Table 5. Total variance explained (extraction method: Principal component analysis).
Factor | Extraction sums of squared loadings | Rotation sums of squared loadings | ||||
---|---|---|---|---|---|---|
Total | % of Variance | Cumulative % | Total | % of Variance | Cumulative % | |
ET | 5.238 | 43.651 | 43.651 | 2.553 | 21.274 | 21.274 |
F2F | 1.441 | 12.011 | 55.663 | 2.362 | 19.687 | 40.961 |
PU | 1.268 | 10.570 | 66.233 | 2.279 | 18.995 | 59.956 |
TA | 0.789 | 6.577 | 72.809 | 1.542 | 12.853 | 72.809 |
According to MacCallum et al. [48], it is appropriate to perform factor analysis if the proportion of the total variance explained (i.e. the average of all communalities) exceeds 0.7. In our case, the average communality was 0.728, implying that our questionnaire held high construct validity (according to the data).

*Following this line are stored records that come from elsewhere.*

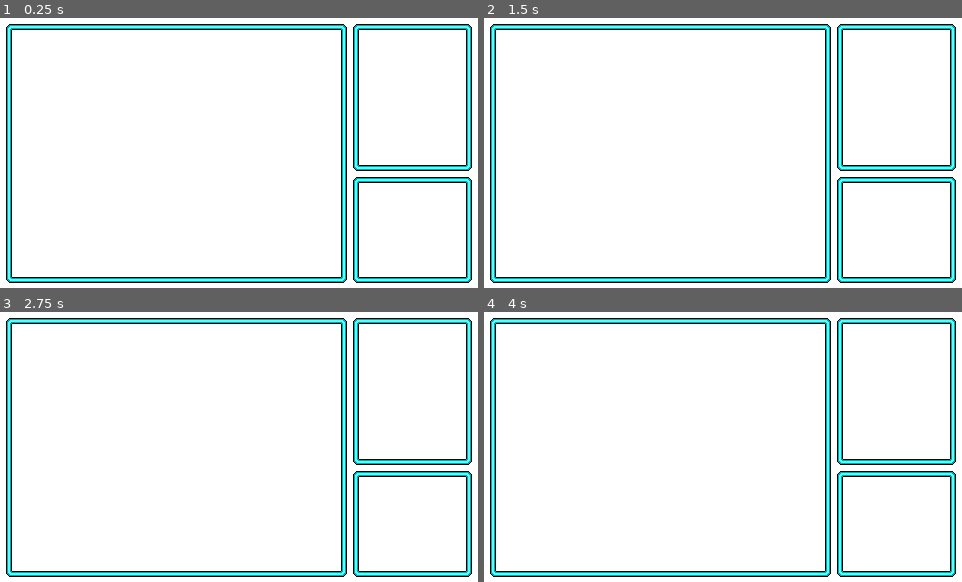
Above: before the commit, frames 1-4 (two rows, left to right).
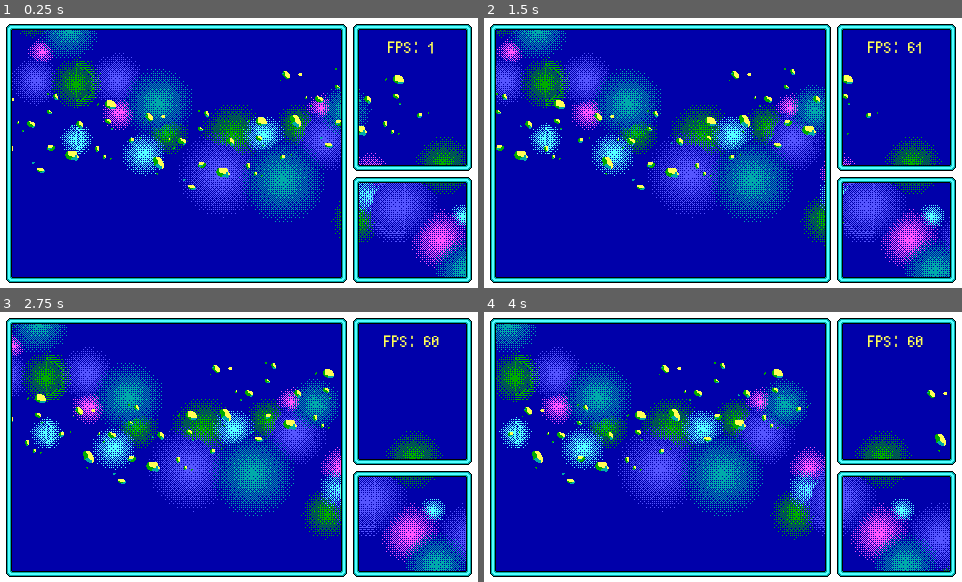
Above: after the commit, the same moments.

Repository: oooscaaar/hatching-the-beast
Game: Godot game, scene res://scenes/main.tscn
Same seed, same stepped clock (60 frames per second), same inputs: the game is played once before the commit and once after it.
Inputs:
- Up to frame 1 (0.25 s): no input
- Up to frame 2 (1.5 s): no input
- Up to frame 3 (2.75 s): no input
- Up to frame 4 (4 s): no input

The runs differ from the first frame. In frame 1, 82% of the frame differs, in the area x 2-98%, y 4-96%; in frame 2, 82%; in frame 3, 82%; in frame 4, 82%.

Commit message:
WIP: Add parallax and level layout

Diff:
--- a/project.godot
+++ b/project.godot
@@ -13,6 +13,7 @@
 config/name="Hatching-the-beast"
 run/main_scene="res://scenes/main.tscn"
 config/features=PackedStringArray("4.0", "GL Compatibility")
+config/icon="res://icon.png"
 
 [display]
 
--- /dev/null
+++ b/scenes/game_level/ParallaxBackground.gd
@@ -0,0 +1,12 @@
+extends ParallaxBackground
+
+@export var speed : int = 40
+
+# Called when the node enters the scene tree for the first time.
+func _ready():
+	pass # Replace with function body.
+
+
+# Called every frame. 'delta' is the elapsed time since the previous frame.
+func _process(delta):
+	scroll_offset.x -= speed * delta
--- /dev/null
+++ b/scenes/game_level/debug_fps.gd
@@ -0,0 +1,11 @@
+extends Label
+
+
+# Called when the node enters the scene tree for the first time.
+func _ready():
+	pass # Replace with function body.
+
+
+# Called every frame. 'delta' is the elapsed time since the previous frame.
+func _process(delta):
+	self.text = 'FPS: ' + str(Engine.get_frames_per_second())
--- a/scenes/game_level/game_level.tscn
+++ b/scenes/game_level/game_level.tscn
@@ -1,22 +1,63 @@
-[gd_scene load_steps=2 format=3 uid="uid://jvt2cjhdwtie"]
+[gd_scene load_steps=8 format=3 uid="uid://jvt2cjhdwtie"]
 
+[ext_resource type="Script" path="res://scenes/game_level/ParallaxBackground.gd" id="1_4trtj"]
 [ext_resource type="Texture2D" uid="uid://dnhnt3yqxcg5v" path="res://assets/sprites/UI/blue_windows.png" id="1_567fl"]
+[ext_resource type="Texture2D" uid="uid://b1hr60rsx08sd" path="res://assets/sprites/game_level/supernova.png" id="1_hq8nw"]
+[ext_resource type="Texture2D" uid="uid://7gckmsoipeqn" path="res://assets/sprites/game_level/white_background_mask.png" id="1_pem8y"]
+[ext_resource type="Texture2D" uid="uid://b43e2fbcj4sxm" path="res://assets/sprites/game_level/meteors.png" id="2_cmlo8"]
+[ext_resource type="Script" path="res://scenes/game_level/debug_fps.gd" id="5_ifsf1"]
+[ext_resource type="FontFile" uid="uid://cwham61kltkv6" path="res://assets/fonts/jgs5.ttf" id="6_1qysu"]
 
 [node name="GameLevel" type="Node2D"]
+metadata/_edit_horizontal_guides_ = []
 
 [node name="Layout" type="CanvasLayer" parent="."]
 
-[node name="SolidWhiteBackground" type="ColorRect" parent="Layout"]
-anchors_preset = 15
-anchor_right = 1.0
-anchor_bottom = 1.0
-grow_horizontal = 2
-grow_vertical = 2
+[node name="WhiteBgMask" type="TextureRect" parent="Layout"]
+offset_right = 40.0
+offset_bottom = 40.0
+texture = ExtResource("1_pem8y")
 
-[node name="BlueWindows" type="TextureRect" parent="Layout"]
+[node name="BlueWindowsFrames" type="TextureRect" parent="Layout"]
 anchors_preset = 15
 anchor_right = 1.0
 anchor_bottom = 1.0
 grow_horizontal = 2
 grow_vertical = 2
 texture = ExtResource("1_567fl")
+
+[node name="ParallaxBackground" type="ParallaxBackground" parent="Layout"]
+script = ExtResource("1_4trtj")
+
+[node name="Supernovas" type="ParallaxLayer" parent="Layout/ParallaxBackground"]
+motion_scale = Vector2(0.3, 3)
+motion_mirroring = Vector2(554, 2.08165e-12)
+
+[node name="SupernovasTexture" type="TextureRect" parent="Layout/ParallaxBackground/Supernovas"]
+offset_right = 40.0
+offset_bottom = 40.0
+texture = ExtResource("1_hq8nw")
+
+[node name="Meteors" type="ParallaxLayer" parent="Layout/ParallaxBackground"]
+motion_scale = Vector2(0.7, 2.334)
+motion_mirroring = Vector2(554, 2.08165e-12)
+
+[node name="MeteorsSprite" type="Sprite2D" parent="Layout/ParallaxBackground/Meteors"]
+texture = ExtResource("2_cmlo8")
+centered = false
+offset = Vector2(2.08165e-12, 50)
+
+[node name="MarginContainer" type="MarginContainer" parent="Layout"]
+offset_left = 361.0
+offset_top = 12.0
+offset_right = 466.0
+offset_bottom = 37.0
+
+[node name="debug_fps" type="Label" parent="Layout/MarginContainer"]
+layout_mode = 2
+size_flags_horizontal = 4
+size_flags_vertical = 8
+theme_override_colors/font_color = Color(1, 1, 0.333333, 1)
+theme_override_fonts/font = ExtResource("6_1qysu")
+text = "?"
+script = ExtResource("5_ifsf1")
Binary file added: assets/fonts/jgs5.ttf
Not shown, added: assets/fonts/jgs5.ttf.import
Binary file added: assets/fonts/jgs7.ttf
Not shown, added: assets/fonts/jgs7.ttf.import
Binary file added: assets/fonts/jgs9.ttf
Not shown, added: assets/fonts/jgs9.ttf.import
Renamed: assets/sprites/raw/platforms.png -> assets/sprites/UI/platforms.png
Not shown, added: assets/sprites/UI/platforms.png.import
Binary file added: assets/sprites/game_level/meteors.png
Not shown, added: assets/sprites/game_level/meteors.png.import
Binary file added: assets/sprites/game_level/supernova.png
Not shown, added: assets/sprites/game_level/supernova.png.import
(and 7 more such lines)

Indicators of the model factors’ reliability and validity were calculated (Table 6). The reliability of each factor exceeded the 0.7 threshold, except for TA. As seen in Table 3, the TA factor consisting of only 2 items seems to be more problematic but, since it consists of a small number of items, it is appropriate to consider a cut-off value of 0.6 [49]. Therefore, the measurement scales were valid and reliable and composite reliability (CR) was achieved. Convergent validity was achieved for all four factors. Internal consistency was identified using Cronbach’s alpha coefficient.

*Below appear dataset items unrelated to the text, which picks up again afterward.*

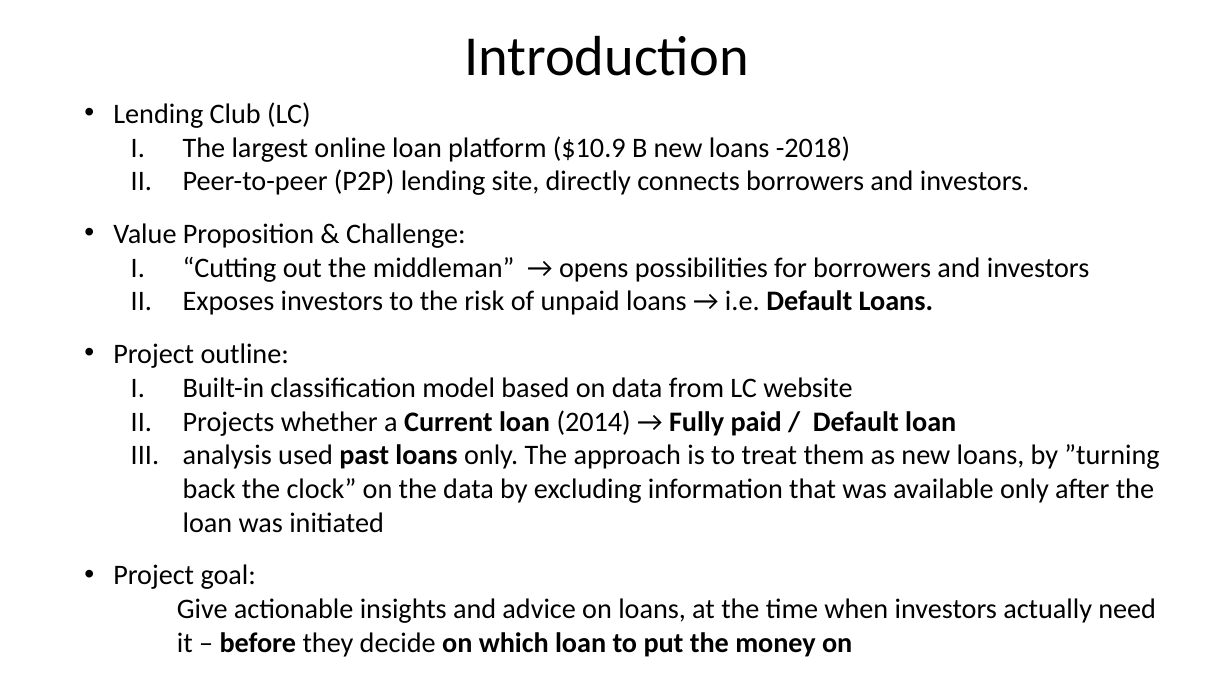
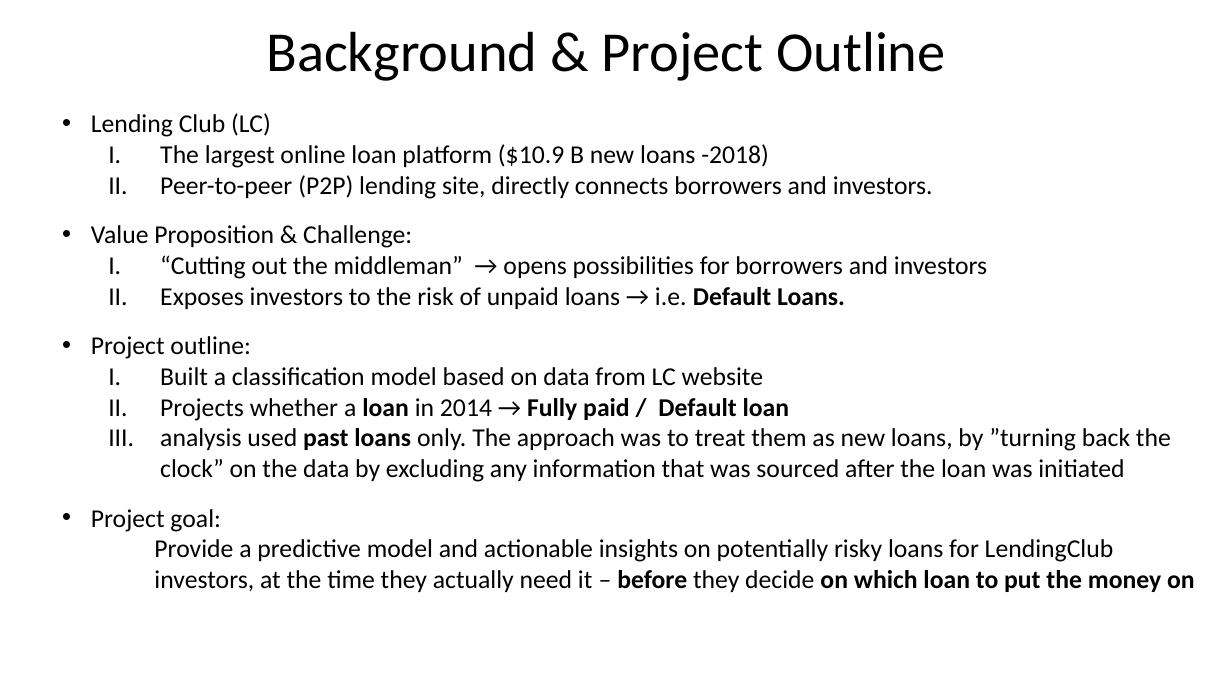
Before and after one commit to Erolino/LendingClub_Loans, a slide deck: slide 3 of LendingClub_Biz_Deck.pptx (slide 2 before the commit). Drawn at 1232x693 pixels with LibreOffice and Linux fonts; fonts in the diff are those of the drawing; background and template pictures are left out. Boxes give left, top, right and bottom in pixels: in the first picture for what was removed or moved away, otherwise in the second. Text is boxed around its words. In the diff, an @@ line names an element or a change of style, - is before the commit and + after.

```diff
--- a/LendingClub_Biz_Deck.pptx
+++ b/LendingClub_Biz_Deck.pptx
@@ title at (266, 31, 945, 81): text changed @@
-Introduction
+Background & Project Outline
@@ text "Lending Club (LC)": place and size @@
-text "Lending Club (LC)" at (113, 102, 1159, 657)
+text "Lending Club (LC)" at (91, 113, 1195, 592)
@@ text at (91, 113, 987, 532): size 22 to 20 pt in "Lending Club (LC)", "The largest online loan platform ($10.9 B ...", "Peer-to-peer (P2P) lending site, directly connects borrowers ...", "Value Proposition & Challenge:" and 4 more places @@
@@ text at (160, 367, 1171, 482): text changed; size 22 to 20 pt @@
-  I. Built-in classification model based on data from LC website
-  II. Projects whether a Current loan (2014) → Fully paid / Default loan
-  III. analysis used past loans only. The approach is to treat them as new loans, by ”turning back the clock” on the data by excluding information that was available only after the loan was initiated
+  I. Built a classification model based on data from LC website
+  II. Projects whether a loan in 2014 → Fully paid / Default loan
+  III. analysis used past loans only. The approach was to treat them as new loans, by ”turning back the clock” on the data by excluding any information that was sourced after the loan was initiated
@@ text at (154, 539, 1195, 592): text changed; size 22 to 20 pt @@
-    Give actionable insights and advice on loans, at the time when investors actually need it – before they decide on which loan to put the money on
+    Provide a predictive model and actionable insights on potentially risky loans for LendingClub investors, at the time they actually need it – before they decide on which loan to put the money on
```
Also in this commit, not shown: 8 other slides changed, 13 slides added, 3 slides removed, 7 other files.

Table 6. Reliability statistics.
Factor | Item | Cronbach’s alpha | CR | AVE |
---|---|---|---|---|
TA | 2 | 0.661 | 0.772 | 0.500 |
ET | 4 | 0.805 | 0.888 | 0.547 |
F2F | 3 | 0.838 | 0.910 | 0.659 |
PU | 3 | 0.843 | 0.914 | 0.667 |
Confirmatory factor analysis was used to test whether the model adequately fits the data. To achieve discriminant validity (SIC), the square root of AVE for each factor must be greater than the inter-factor correlations. As Table 7 shows, the diagonal elements of the matrix exceeded the off-diagonal elements, with one exception–the correlation between ET and PU (0.573), which slightly exceeded the corresponding AVE (0.547). Even so, discriminant validity is shown when each measurement item correlates weakly with all the other factors, except for the one with which it is theoretically associated [50]. Therefore, all factors in the model displayed satisfactory reliability and discriminant validity. All factor loadings were higher than 0.5, indicating that all the latent variables were well represented by the indicators given the sample size [51].

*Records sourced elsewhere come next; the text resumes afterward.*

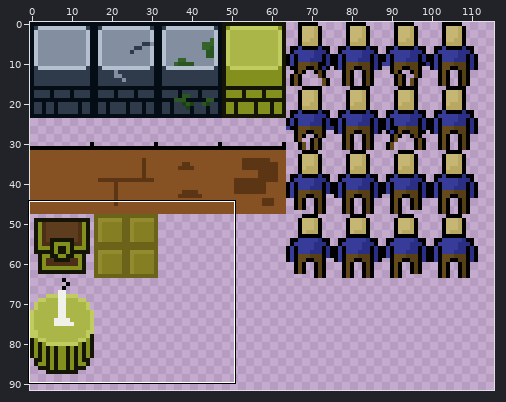
File history of a sprite sheet, _games/ancient-maze/TileSetForMaze.png. The picture above shows the old version from afar; the outline marks the close-up.
Close-up. Before:
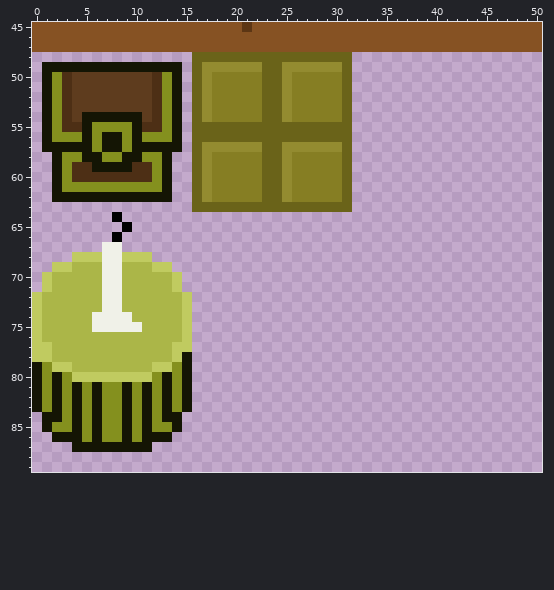
The file is 640x640 pixels, drawn in blocks of 5x5; one block is one cell here. Shown: x 0..50, y 45..89. The wide view leaves out empty margins. The commit also changed other parts of the picture, which this record leaves out.
New version:
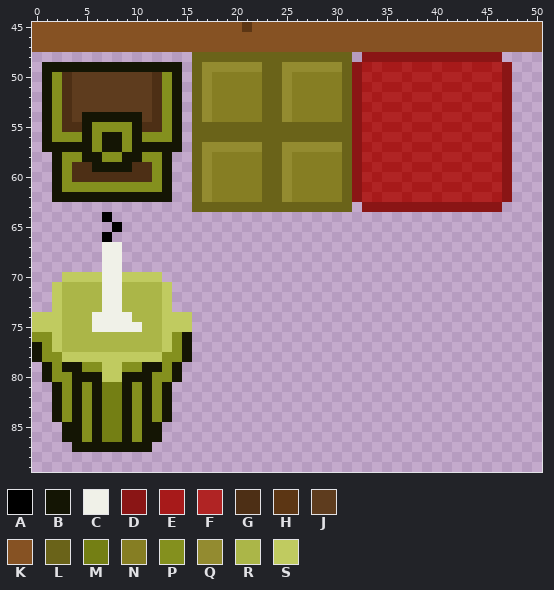
Palette (. is transparent): A #000000  B #141504  C #f0f1e8  D #8a1515  E #a71a1a  F #b02424  G #4d2f15  H #5c3614  J #5e3c1e  K #865223  L #6a6319  M #747f14  N #867e23  P #84901e  Q #938b30  R #abb648  S #c0cb60
What changed:
@@ x 0..50 @@
 47 KKKKKKKKKKKKKKKKKKKKKKKKKKKKKKKKKKKKKKKKKKKKKKKKKKK
-48 ................LLLLLLLLLLLLLLLL...................
-49 .BBBBBBBBBBBBBB.LQQQQQQLLQQQQQQL...................
-50 .BPGJJJJJJJJGPB.LQNNNNNLLQNNNNNL...................
-51 .BPGJJJJJJJJGPB.LQNNNNNLLQNNNNNL...................
-52 .BPGJJJJJJJJGPB.LQNNNNNLLQNNNNNL...................
-53 .BPGJJJJJJJJGPB.LQNNNNNLLQNNNNNL...................
-54 .BPGJBBBBBBJGPB.LQNNNNNLLQNNNNNL...................
-55 .BPGGBPPPPBGGPB.LLLLLLLLLLLLLLLL...................
-56 .BPPPBPBBPBPPPB.LLLLLLLLLLLLLLLL...................
-57 .BBBBBPBBPBBBBB.LQQQQQQLLQQQQQQL...................
-58 ..BPPBBPPBBPPB..LQNNNNNLLQNNNNNL...................
-59 ..BPGGBBBBGGPB..LQNNNNNLLQNNNNNL...................
-60 ..BPGGGGGGGGPB..LQNNNNNLLQNNNNNL...................
-61 ..BPPPPPPPPPPB..LQNNNNNLLQNNNNNL...................
-62 ..BBBBBBBBBBBB..LQNNNNNLLQNNNNNL...................
-63 ................LLLLLLLLLLLLLLLL...................
-64 ........A..........................................
-65 .........A.........................................
-66 ........A..........................................
+48 ................LLLLLLLLLLLLLLLL.DDDDDDDDDDDDDD....
+49 .BBBBBBBBBBBBBB.LQQQQQQLLQQQQQQLDEFEEFEEFEEFEEFD...
+50 .BPGJJJJJJJJGPB.LQNNNNNLLQNNNNNLDFEFFEFFEFFEFFED...
+51 .BPGJJJJJJJJGPB.LQNNNNNLLQNNNNNLDEFEEFEEFEEFEEFD...
+52 .BPGJJJJJJJJGPB.LQNNNNNLLQNNNNNLDFEFFEFFEFFEFFED...
+53 .BPGJJJJJJJJGPB.LQNNNNNLLQNNNNNLDEFEEFEEFEEFEEFD...
+54 .BPGJBBBBBBJGPB.LQNNNNNLLQNNNNNLDFEFFEFFEFFEFFED...
+55 .BPGGBPPPPBGGPB.LLLLLLLLLLLLLLLLDEFEEFEEFEEFEEFD...
+56 .BPPPBPBBPBPPPB.LLLLLLLLLLLLLLLLDFEFFEFFEFFEFFED...
+57 .BBBBBPBBPBBBBB.LQQQQQQLLQQQQQQLDEFEEFEEFEEFEEFD...
+58 ..BPPBBPPBBPPB..LQNNNNNLLQNNNNNLDFEFFEFFEFFEFFED...
+59 ..BPGGBBBBGGPB..LQNNNNNLLQNNNNNLDEFEEFEEFEEFEEFD...
+60 ..BPGGGGGGGGPB..LQNNNNNLLQNNNNNLDFEFFEFFEFFEFFED...
+61 ..BPPPPPPPPPPB..LQNNNNNLLQNNNNNLDEFEEFEEFEEFEEFD...
+62 ..BBBBBBBBBBBB..LQNNNNNLLQNNNNNLDFEFFEFFEFFEFFED...
+63 ................LLLLLLLLLLLLLLLL.DDDDDDDDDDDDDD....
+64 .......A...........................................
+65 ........A..........................................
+66 .......A...........................................
 67 .......CC..........................................
-68 ....SSSCCSSS.......................................
-69 ..SSRRRCCRRRSS.....................................
-70 .SRRRRRCCRRRRRS....................................
-71 .SRRRRRCCRRRRRS....................................
-72 SRRRRRRCCRRRRRRS...................................
-73 SRRRRRRCCRRRRRRS...................................
-74 SRRRRRCCCCRRRRRS...................................
-75 SRRRRRCCCCCRRRRS...................................
-76 SRRRRRRRRRRRRRRS...................................
-77 SSRRRRRRRRRRRRSS...................................
-78 SSRRRRRRRRRRRRSB...................................
-79 BPSSRRRRRRRRSSPB...................................
-80 BPBPSSSSSSSSPBPB...................................
-81 BPBPBPBPPBPBPBPB...................................
-82 BPBPBPBPPBPBPBPB...................................
-83 BPBPBPBPPBPBPBPB...................................
-84 .BBPBPBPPBPBPBB....................................
-85 .BPPBPBPPBPBPPB....................................
-86 ..BBBPBPPBPBBB.....................................
+68 .......CC..........................................
+69 .......CC..........................................
+70 ...SSSSCCSSSS......................................
+71 ..SRRRRCCRRRRS.....................................
+72 ..SRRRRCCRRRRS.....................................
+73 ..SRRRRCCRRRRS.....................................
+74 SSSRRRCCCCRRRSSS...................................
+75 SSSRRRCCCCCRRSSS...................................
+76 PPSRRRRRRRRRRSPB...................................
+77 BPSRRRRRRRRRRSPB...................................
+78 BPPSSSSSSSSSSPPB...................................
+79 .BPBBPPSSPPBBPB....................................
+80 .BPPBBBSSBBBPPB....................................
+81 ..BPBPBMMBPBPB.....................................
+82 ..BPBPBMMBPBPB.....................................
+83 ..BPBPBMMBPBPB.....................................
+84 ..BPBPBMMBPBPB.....................................
+85 ...BBPBMMBPBB......................................
+86 ...BBPBMMBPBB......................................
 87 ....BBBBBBBB.......................................
Boxes around the changes in both close-ups, in picture pixels (x1, y1, x2, y2):
added: (352, 52, 512, 212)
changed: (32, 212, 192, 442)

Table 7. Discriminant validity (SIC).
TA | ET | F2F | PU | |
TA | 0.500 | |||
ET | 0.197 | 0.547 | ||
F2F | 0.060 | 0 | 0.659 | |
PU | 0.123 | 0.573 | 0.299 | 0.667 |
Structural model examination
Based on the proposed research model and statistical analysis described in the previous section, the final structural model was confirmed (Fig 2). All specified paths between the model factors had significant coefficients. The factors TA, ET and F2F explained 61% of the variance of PU. TA and F2F were exogenous factors in the model, with F2F having a direct effect on PU and TA an indirect effect on PU. The strongest effect was recorded with ET on PU (0.65), the weakest F2F on PU (0.21).
The fit indices reveal the structural model fits the data satisfactorily (Table 8). The absolute and incremental indices exceed the recommended values; the model is parsimonious. CMIN (with df and p) is not reliable given the large sample size and RMSEA indicates the good fit of the model [48].
Table 8. Indicators for measuring the model’s adequacy.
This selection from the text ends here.